Background information
- Born: 1978 (age 47–48) Inis Oírr, Aran Islands, Ireland
- Genres: Celtic Folk Electronica
- Occupations: Singer Flautist Pianist
- Years active: 2002–present
- Label: Machair Records
- Website: Official site Official Myspace site

= Muireann Nic Amhlaoibh =

Irish musician & singer (born 1978)

Muireann Nic Amhlaoibh (born 1978) is a musician and singer from County Kerry, Ireland. Until 2016, she was the lead singer for the traditional music group Danú, and from that year on she has been half of the electronica duo Aeons.

==Biography==

Muireann Nic Amhlaoibh grew up in Dún Chaoin in County Kerry, as well as on Inis Oírr, the smallest of the Aran Islands, and Cape Clear Island, another small island off the coast of County Cork. These communities are in Gaeltacht (Irish-speaking) areas and Nic Amhlaoibh's first language is Irish. This influenced her later career, due to her early exposure to Irish language song, especially in the sean-nós tradition. She began playing piano and fiddle at an early age before progressing to the whistle and, eventually, the flute. Nic Amhlaoibh's early musical experiences also included accompanying her father, traditional Irish fiddle player Feargal Mac Amhlaoibh, to sessions.
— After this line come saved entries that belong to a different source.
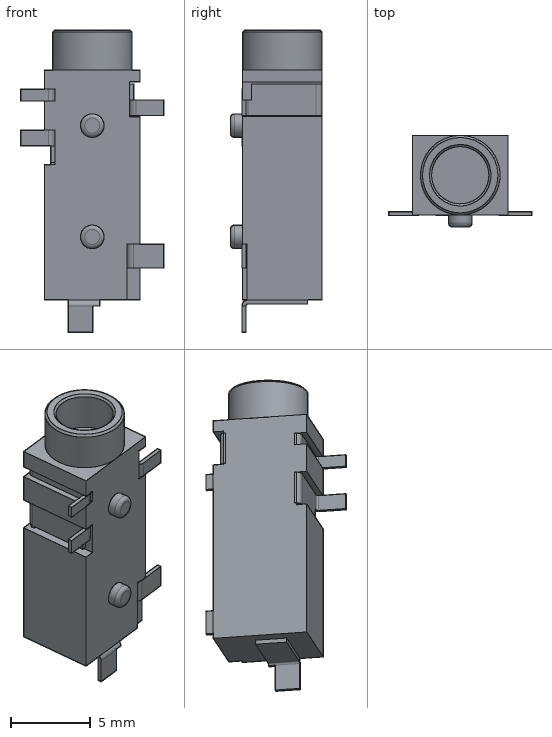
import cadquery as cq
import math


housing_width = 6.0
housing_depth = 5.02
housing_height = 14.44
slot_depth = 0.65
slot_floor = housing_width / 2 - slot_depth

collar_diameter = 5.0
collar_height = 2.5
bore_diameter = 3.6
bore_depth = collar_height
rim_chamfer = 0.13

peg_diameter = 1.48
peg_length = 0.76
peg_tip_radius = 0.27
lower_peg_height = 3.95
peg_spacing = 7.0

sheet = 0.27
bend_radius = 0.4
inner_radius = bend_radius - sheet
stand_off = 0.04
foot_reach = 8.99 / 2
leg_front = 0.57
bend_middle = math.sqrt(0.5)

left_upper_bottom = 12.48
left_upper_top = 13.25

left_slot_bottom = 8.5
left_slot_top = 10.65
left_lower_foot_bottom = 9.67
left_lower_leg_bottom = 8.63
left_tab_inset = 0.28

right_slot_bottom = 11.51
right_slot_top = 13.7
right_upper_foot_bottom = 11.57
right_upper_foot_top = 12.55
right_upper_leg_top = 13.57

notch_width = 0.82
notch_depth = 0.28
right_lower_bottom = 2.0
right_lower_top = 3.5

tail_length = 2.05
tail_left = -1.52
tail_width = 1.55
plate_width = 2.0
plate_length = 4.15


def box(x_range, y_range, z_range):
    """Axis-aligned block between pairs of limits."""
    sizes = [high - low for low, high in (x_range, y_range, z_range)]
    corner = (x_range[0], y_range[0], z_range[0])
    return cq.Workplane("XY").box(*sizes, centered=False).translate(corner)


def bent_strip(plane, corner, foot_end, leg_end):
    """L-shaped sheet outline whose outer faces meet, unrounded, at corner.

    The foot runs along the plane's first axis to foot_end, the leg along its second axis to leg_end.
    """
    u, v = corner
    bend_u = u + bend_radius
    bend_v = v + bend_radius
    return (
        cq.Workplane(plane)
        .moveTo(foot_end, v)
        .lineTo(bend_u, v)
        .threePointArc((bend_u - bend_radius * bend_middle, bend_v - bend_radius * bend_middle), (u, bend_v))
        .lineTo(u, leg_end)
        .lineTo(u + sheet, leg_end)
        .lineTo(u + sheet, bend_v)
        .threePointArc(
            (bend_u - inner_radius * bend_middle, bend_v - inner_radius * bend_middle), (bend_u, v + sheet)
        )
        .lineTo(foot_end, v + sheet)
        .close()
    )


def side_foot(corner_x, leg_end, bottom, top):
    """Right-hand foot with its bend at the front of the housing."""
    strip = bent_strip("XY", (corner_x, -stand_off), foot_reach, leg_end)
    return strip.extrude(top - bottom).translate((0, 0, bottom))


def side_leg(bottom, top):
    """Right-hand leg along the slot floor, curling into the housing at the back."""
    outer_x = slot_floor + sheet
    bend_x = outer_x - bend_radius
    bend_y = housing_depth - bend_radius
    return (
        cq.Workplane("XY")
        .moveTo(slot_floor, leg_front)
        .lineTo(outer_x, leg_front)
        .lineTo(outer_x, bend_y)
        .threePointArc(
            (bend_x + bend_radius * bend_middle, bend_y + bend_radius * bend_middle), (bend_x, housing_depth)
        )
        .lineTo(bend_x, housing_depth - sheet)
        .threePointArc(
            (bend_x + inner_radius * bend_middle, bend_y + inner_radius * bend_middle), (slot_floor, bend_y)
        )
        .close()
        .extrude(top - bottom)
        .translate((0, 0, bottom))
    )


def slot_terminal(foot_bottom, foot_top, leg_bottom, leg_top):
    """Right-hand terminal that lies in a side slot."""
    foot = side_foot(slot_floor, leg_front, foot_bottom, foot_top)
    return foot.union(side_leg(leg_bottom, leg_top))


left_upper_terminal = slot_terminal(
    left_upper_bottom, left_upper_top, left_upper_bottom, left_upper_top
).mirror("YZ")

left_tab = box(
    (slot_floor, slot_floor + sheet),
    (housing_depth - left_tab_inset - sheet, housing_depth - left_tab_inset),
    (left_slot_bottom, left_lower_leg_bottom),
)
left_lower_terminal = (
    slot_terminal(left_lower_foot_bottom, left_slot_top, left_lower_leg_bottom, left_slot_top)
    .union(left_tab)
    .mirror("YZ")
)

right_upper_terminal = slot_terminal(
    right_upper_foot_bottom, right_upper_foot_top, right_upper_foot_bottom, right_upper_leg_top
)

right_lower_terminal = side_foot(
    housing_width / 2 - notch_width, leg_front, right_lower_bottom, right_lower_top
)


def build_bottom_terminal():
    """Plate under the housing, bent down into a narrower tail at the front."""
    outline = bent_strip("XY", (0, 0), tail_length, plate_length)
    strip = outline.extrude(plate_width)
    strip = strip.rotate((0, 0, 0), (0, 1, 0), 90).translate((tail_left, -stand_off, 0))
    spare = box(
        (tail_left + tail_width, tail_left + plate_width), (-stand_off, sheet), (-tail_length, -bend_radius)
    )
    return strip.cut(spare)


bottom_terminal = build_bottom_terminal()
terminals = [
    left_upper_terminal,
    left_lower_terminal,
    right_upper_terminal,
    right_lower_terminal,
    bottom_terminal,
]


def build_collar():
    """Round collar on top of the housing."""
    return (
        cq.Workplane("XY", origin=(0, housing_depth / 2, housing_height))
        .circle(collar_diameter / 2)
        .extrude(collar_height)
        .faces(">Z")
        .chamfer(rim_chamfer)
    )


def build_bore():
    """Blind socket bore with a countersunk mouth."""
    rim_height = housing_height + collar_height
    bore = (
        cq.Workplane("XY", origin=(0, housing_depth / 2, rim_height))
        .circle(bore_diameter / 2)
        .extrude(-bore_depth)
    )
    mouth = cq.Solid.makeCone(
        bore_diameter / 2,
        bore_diameter / 2 + rim_chamfer,
        rim_chamfer,
        pnt=cq.Vector(0, housing_depth / 2, rim_height - rim_chamfer),
    )
    return bore.union(cq.Workplane(mouth))


def build_peg(height):
    """Peg with a rounded tip on the front face."""
    return (
        cq.Workplane("XZ", origin=(0, 0, height))
        .circle(peg_diameter / 2)
        .extrude(peg_length)
        .faces("<Y")
        .edges()
        .fillet(peg_tip_radius)
    )


def build_housing():
    """Housing with its collar, bore, pegs, side slots and terminal recesses."""
    half_width = housing_width / 2
    full_depth = (0, housing_depth)
    left_slot = (-half_width, -slot_floor)
    right_slot = (slot_floor, half_width)
    corner = (half_width - notch_width, half_width)

    body = box((-half_width, half_width), full_depth, (0, housing_height))
    body = body.union(build_collar()).cut(build_bore())
    for height in (lower_peg_height, lower_peg_height + peg_spacing):
        body = body.union(build_peg(height))

    body = body.cut(box(left_slot, full_depth, (left_upper_bottom, left_upper_top)))
    body = body.cut(box(left_slot, full_depth, (left_slot_bottom, left_slot_top)))
    body = body.cut(box(right_slot, full_depth, (right_slot_bottom, right_slot_top)))
    body = body.cut(box(corner, (0, notch_depth), (0, right_lower_top)))
    for terminal in terminals:
        body = body.cut(terminal)
    return body


housing = build_housing()

result = cq.Compound.makeCompound([housing.val(), *[terminal.val() for terminal in terminals]])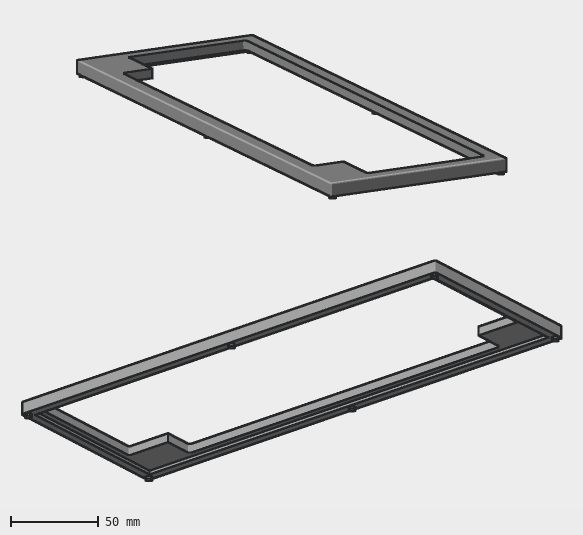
import cadquery as cq

length = 305.75
width = 115.25
total_height = 9.6

foot_diameter = 4.0
foot_height = 1.5
foot_inset = 2.8

body_height = total_height - foot_height
edge_radius = 1.0
rail_width = 9.5

pad_length = 28.7
pad_width = 19.5

window_corner_radius = 2.0
step_corner_radius = 1.0

recess_depth = 2.4
rim_width = 2 * foot_inset


def make_body():
    """Plate with its vertical corners and top outer edges rounded."""
    plate = cq.Workplane("XY").box(length, width, body_height, centered=(True, True, False))
    return plate.edges("|Z or >Z").fillet(edge_radius)


def make_window():
    """T-shaped opening: wide behind the pads, narrower between them."""
    half_wide = length / 2 - rail_width
    half_narrow = half_wide - pad_length
    back = width / 2 - rail_width
    front = -back
    step = front + pad_width
    outline = [
        (-half_wide, back),
        (half_wide, back),
        (half_wide, step),
        (half_narrow, step),
        (half_narrow, front),
        (-half_narrow, front),
        (-half_narrow, step),
        (-half_wide, step),
    ]
    window = cq.Workplane("XY").polyline(outline).close().extrude(body_height)
    window = window.edges("|Z and (>Y or <Y)").fillet(window_corner_radius)
    return window.edges("|Z and (<X or >X)").edges("<Y").fillet(step_corner_radius)


def make_recess():
    """Shallow rectangular pocket in the underside, leaving the rim all round."""
    recess_length = length - 2 * rim_width
    recess_width = width - 2 * rim_width
    return cq.Workplane("XY").box(recess_length, recess_width, recess_depth, centered=(True, True, False))


def make_feet():
    """Two rows of three feet: at both ends and in the middle of each long rail."""
    foot_x = length / 2 - foot_inset
    foot_y = width / 2 - foot_inset
    positions = [(x, y) for x in (-foot_x, 0, foot_x) for y in (-foot_y, foot_y)]
    return cq.Workplane("XY").pushPoints(positions).circle(foot_diameter / 2).extrude(-foot_height)


result = make_body().cut(make_window()).cut(make_recess()).union(make_feet())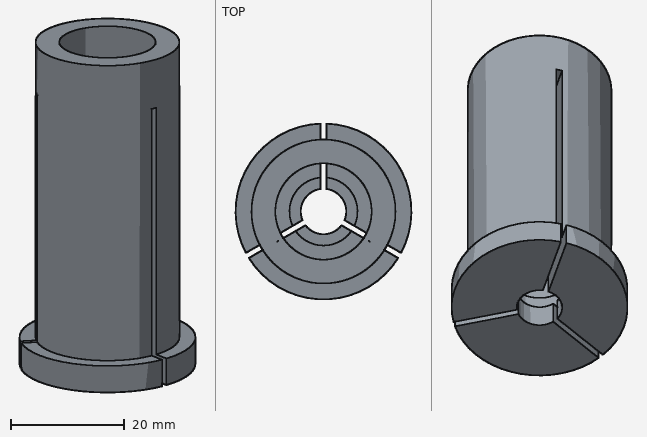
import cadquery as cq

TOTAL_HEIGHT = 60.0
FLANGE_DIAMETER = 31.0
FLANGE_HEIGHT = 5.0
SLEEVE_DIAMETER = 25.4

MAIN_BORE_DIAMETER = 17.0
MIDDLE_BORE_DIAMETER = 12.0
THROUGH_BORE_DIAMETER = 8.0
MIDDLE_BORE_FLOOR = FLANGE_HEIGHT
MAIN_BORE_FLOOR = 2 * FLANGE_HEIGHT

SLIT_COUNT = 3
SLIT_WIDTH = 1.0
SLIT_TOP = 51.0
FIRST_SLIT_ANGLE = 90.0


def cylinder(diameter, bottom, top):
    """Vertical cylinder on the Z axis between two heights."""
    return cq.Workplane("XY").workplane(offset=bottom).circle(diameter / 2).extrude(top - bottom)


def flanged_sleeve():
    """Solid sleeve standing on its base flange."""
    flange = cylinder(FLANGE_DIAMETER, 0, FLANGE_HEIGHT)
    sleeve = cylinder(SLEEVE_DIAMETER, 0, TOTAL_HEIGHT)
    return flange.union(sleeve)


def stepped_bore():
    """Material removed by the three concentric bores."""
    through_bore = cylinder(THROUGH_BORE_DIAMETER, 0, TOTAL_HEIGHT)
    middle_bore = cylinder(MIDDLE_BORE_DIAMETER, MIDDLE_BORE_FLOOR, TOTAL_HEIGHT)
    main_bore = cylinder(MAIN_BORE_DIAMETER, MAIN_BORE_FLOOR, TOTAL_HEIGHT)
    return through_bore.union(middle_bore).union(main_bore)


def slit(angle):
    """Thin radial cutter from the axis out past the flange rim, open at the bottom."""
    cutter = cq.Workplane("XY").box(FLANGE_DIAMETER, SLIT_WIDTH, SLIT_TOP, centered=(False, True, False))
    return cutter.rotate((0, 0, 0), (0, 0, 1), angle)


result = flanged_sleeve().cut(stepped_bore())
for index in range(SLIT_COUNT):
    result = result.cut(slit(FIRST_SLIT_ANGLE + index * 360 / SLIT_COUNT))

When Nic Amhlaoibh moved to the West Kerry Gaeltacht, she joined the national folk theatre of Ireland, Siamsa Tíre. During the six years she spent with them, she participated in several of their major performances. While in Kerry, her singing developed, learning and gaining influence from local singers such as the Begley family, Áine Ní Laoithe, and Eilín Ní Chearna. She spent four years in Dublin attending the Dún Laoghaire Institute of Art, Design and Technology, earning a diploma in fine art. She then studied at the University of Limerick and was awarded a Master of Arts in Traditional Music Performance.

==Recording==
Nic Amhlaoibh's first recordings were on a CD of Irish traditional music and song performed by Geantraí, a group of musicians who performed a show of the same name in the Skellig hotel in Dingle. She also recorded several CDs, including The Crooked Road by William Coulter, Cello by Barry Phillips, and several compilation CDs. As part of the requirements for her Master of Arts in Traditional Music Performance, Nic Amhlaoibh produced a solo album of tunes and songs entitled Réalt na Maidine/Morning Star. A limited edition of this album was distributed, mainly locally in Dingle, although copies were also sold in the United States and Europe.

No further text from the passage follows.